Directions for this task: Filter the listing below, keeping only the lines with the word "slide".

++++++++++

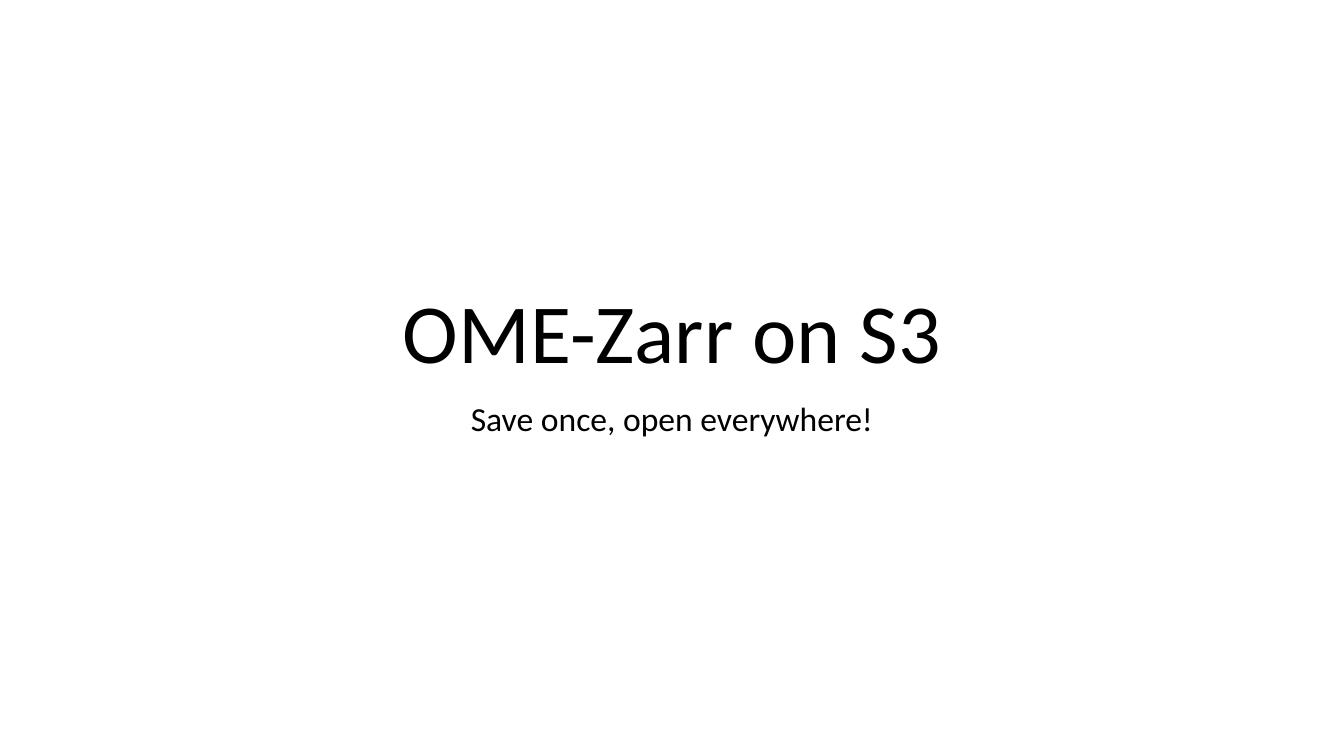
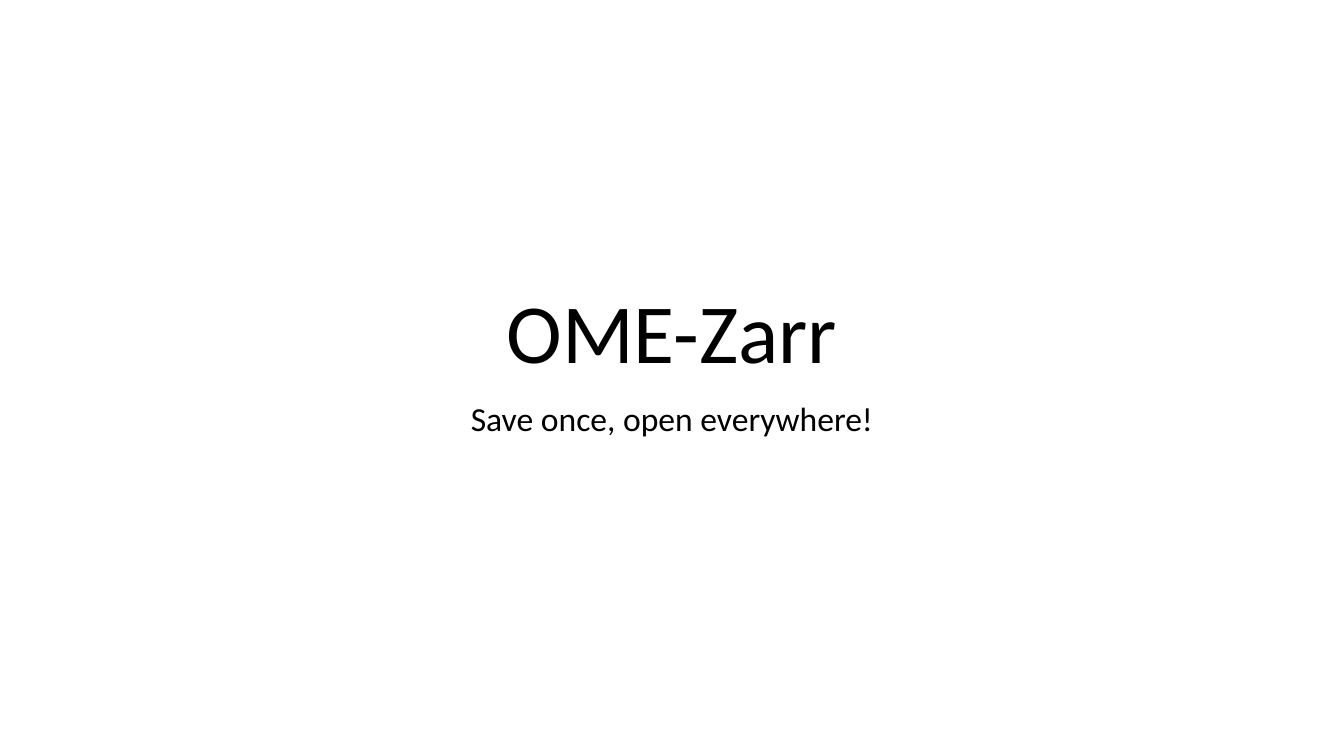
Before and after one commit to NEUBIAS/training-resources, a slide deck: slide 1 of figures/resources/ome-zarr.pptx. Drawn at 1344x756 pixels with LibreOffice and Linux fonts; fonts in the diff are those of the drawing. Boxes give left, top, right and bottom in pixels: in the first picture for what was removed or moved away, otherwise in the second. Text is boxed around its words. In the diff, an @@ line names an element or a change of style, - is before the commit and + after.

```diff
--- a/figures/resources/ome-zarr.pptx
+++ b/figures/resources/ome-zarr.pptx
@@ title at (507, 308, 838, 364): text changed @@
-OME-Zarr on S3
+OME-Zarr
```
Also in this commit, not shown: 1 slide added, 12 other files.

++++++++++

Task output:
Before and after one commit to NEUBIAS/training-resources, a slide deck: slide 1 of figures/resources/ome-zarr.pptx. Drawn at 1344x756 pixels with LibreOffice and Linux fonts; fonts in the diff are those of the drawing. Boxes give left, top, right and bottom in pixels: in the first picture for what was removed or moved away, otherwise in the second. Text is boxed around its words. In the diff, an @@ line names an element or a change of style, - is before the commit and + after.
Also in this commit, not shown: 1 slide added, 12 other files.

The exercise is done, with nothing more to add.